Format guides¶

udoc parses twelve formats end to end:

Family	Modern	Legacy binary
Word processing	DOCX	DOC (Word 97-2003)
Spreadsheet	XLSX	XLS (Excel 97-2003)
Presentation	PPTX	PPT (PowerPoint 97-2003)
OpenDocument	ODT / ODS / ODP	—
PDF	PDF	—
Lightweight	RTF, Markdown	—

Every backend produces the same Document shape (see the library guide). The pages here cover what is specific to each format: capabilities, escape hatches, edge cases, and known limitations.

Pick a guide¶

Format	When you'd reach here
PDF	Anything PDF: encryption, fonts, reading order, table detection, OCR triggering, rendering.
DOCX	Modern Word documents (`.docx`).
XLSX	Modern Excel workbooks.
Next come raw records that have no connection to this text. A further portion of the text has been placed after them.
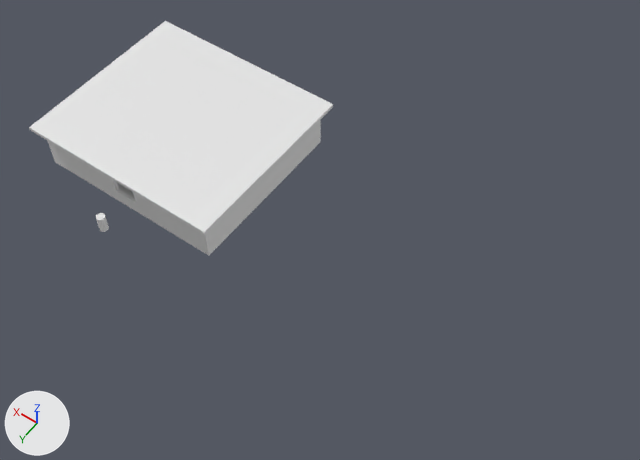
A saved change to the glTF model assets/living_room.glb.
The view is the same before and after, from a camera (50 mm lens) standing at (-105.5, 96.0, 144.0) and looking at (-38.9, 2.9, -2.4). The lights are fixed; the arrows at lower left show +X, +Y and +Z. Where no turn or scale is listed for an object, it has been applied to the vertices.
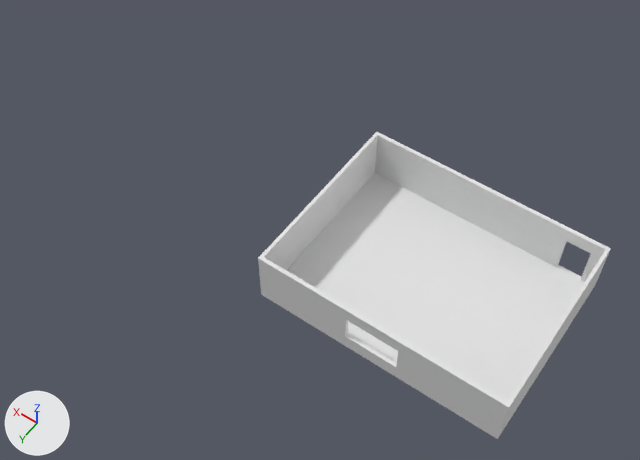
Edits to the bpy script that builds the scene:
```text
Add me_cube_004:
    me_cube_004.from_pydata(...)  # 35 vertices, 74 faces; spans x -27.1..27.1, y -20.8..20.8, z -6.1..6.1
Remove ob_cube:
    ob_cube = bpy.data.objects.new('Cube', me_cube)
    ob_cube.location = (0.0, 0.0, 0.0)
Remove ob_cylinder:
    ob_cylinder = bpy.data.objects.new('Cylinder', me_cylinder)
    ob_cylinder.location = (0.0, 27.6, -3.1)
Change ob_cube_001:
    ob_cube_001.location: (0.0, 0.0, 5.8) -> (-64.2, 0.0, -6.3)
    ob_cube_001.scale: (24.7, 22.0, 0.415) -> (27.1, 20.8, 0.222)
Add ob_cube_002:
    ob_cube_002 = bpy.data.objects.new('Cube.002', me_cube_004)
    ob_cube_002.location = (-64.2, 0.0, 0.0)
```

Location of each change, [x1, y1, x2, y2] in pixels of the pictures (640 x 460 px):
'Cube.001', moved, rescaled (10% wider, 24% taller)
    before: [29, 21, 333, 235]
    after: [261, 173, 596, 439]
'Cube.002', added
    after: [258, 132, 611, 438]
'Cube', deleted
    before: [48, 120, 321, 256]
'Cylinder', deleted
    before: [96, 213, 109, 232]

Typed cells, formulas-as-text, multi-sheet.
PPTX	Modern PowerPoint decks. Shape trees, speaker notes.
DOC (legacy)	`.doc` binaries from Word 97-2003. Piece tables, fast-save fallbacks.
XLS (legacy)	`.xls` BIFF8 workbooks (Excel 97-2003).
PPT (legacy)	`.ppt` binaries from PowerPoint 97-2003. PersistDirectory walking.
ODF	LibreOffice / OpenOffice formats. ODT, ODS, ODP share one backend.
RTF	Rich Text Format. Codepage decoding, Unicode escapes.
Markdown	CommonMark + a useful GFM subset.

Cross-cutting topics¶

These live in their own pages because they are not specific to any one format:

Font engine — how udoc parses TrueType / CFF / Type 1 fonts, ToUnicode resolution, encoding fallback chains, the bundled fallback faces.
Image decoders — CCITT, JBIG2, JPEG, JPEG 2000. Used by PDF (always) and by the OOXML / ODF backends for embedded images.
PDF rendering & OCR — when to use udoc render, resolution choices, autodetecting scanned PDFs that need OCR, wiring layout-detection hooks for hard reading-order cases.

Capabilities at a glance¶

What every backend does today. Empty cells mean "not implemented for this format yet" — sometimes because the format does not have the concept (Markdown has no pagination), sometimes because the work is deferred to a later release.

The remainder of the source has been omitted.